WHAT THE TASK REQUIRES:
From the entries that follow, report every line in which "cavity" occurs.

DATA:
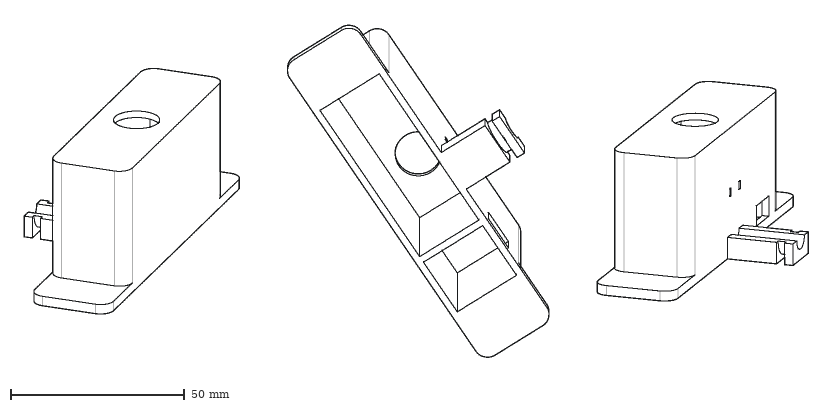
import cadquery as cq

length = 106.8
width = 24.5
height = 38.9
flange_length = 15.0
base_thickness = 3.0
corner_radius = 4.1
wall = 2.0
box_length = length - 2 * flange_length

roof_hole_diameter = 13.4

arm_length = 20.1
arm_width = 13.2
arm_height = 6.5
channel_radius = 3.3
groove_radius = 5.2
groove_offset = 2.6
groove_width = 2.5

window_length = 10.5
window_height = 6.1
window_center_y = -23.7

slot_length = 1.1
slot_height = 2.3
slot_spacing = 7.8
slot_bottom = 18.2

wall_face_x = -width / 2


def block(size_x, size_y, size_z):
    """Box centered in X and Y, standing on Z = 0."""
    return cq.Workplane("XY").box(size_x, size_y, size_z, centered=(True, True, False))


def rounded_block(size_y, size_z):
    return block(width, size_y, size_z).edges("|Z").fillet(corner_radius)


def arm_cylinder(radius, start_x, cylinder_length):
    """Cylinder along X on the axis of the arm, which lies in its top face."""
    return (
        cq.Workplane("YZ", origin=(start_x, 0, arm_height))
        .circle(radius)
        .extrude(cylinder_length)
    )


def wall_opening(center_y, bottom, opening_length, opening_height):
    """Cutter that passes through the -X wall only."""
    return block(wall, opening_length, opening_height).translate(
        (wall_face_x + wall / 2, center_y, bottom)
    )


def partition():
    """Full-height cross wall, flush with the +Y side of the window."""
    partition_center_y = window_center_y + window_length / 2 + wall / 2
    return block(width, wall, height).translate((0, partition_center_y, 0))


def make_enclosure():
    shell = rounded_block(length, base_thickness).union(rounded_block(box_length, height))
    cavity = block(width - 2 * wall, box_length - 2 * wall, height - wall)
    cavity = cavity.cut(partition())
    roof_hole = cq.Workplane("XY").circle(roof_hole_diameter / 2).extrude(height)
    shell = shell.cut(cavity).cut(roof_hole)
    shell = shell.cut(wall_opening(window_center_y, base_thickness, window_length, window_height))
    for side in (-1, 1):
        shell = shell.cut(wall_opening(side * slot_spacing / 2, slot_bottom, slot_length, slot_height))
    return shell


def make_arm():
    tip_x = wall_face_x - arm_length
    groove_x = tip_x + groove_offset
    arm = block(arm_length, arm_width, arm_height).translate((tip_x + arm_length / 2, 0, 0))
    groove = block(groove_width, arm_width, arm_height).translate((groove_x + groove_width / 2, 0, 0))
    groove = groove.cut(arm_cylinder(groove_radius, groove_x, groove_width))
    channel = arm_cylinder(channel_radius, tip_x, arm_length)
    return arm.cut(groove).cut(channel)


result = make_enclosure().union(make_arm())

THE COMPLETED TASK:
    cavity = block(width - 2 * wall, box_length - 2 * wall, height - wall)
    cavity = cavity.cut(partition())
    shell = shell.cut(cavity).cut(roof_hole)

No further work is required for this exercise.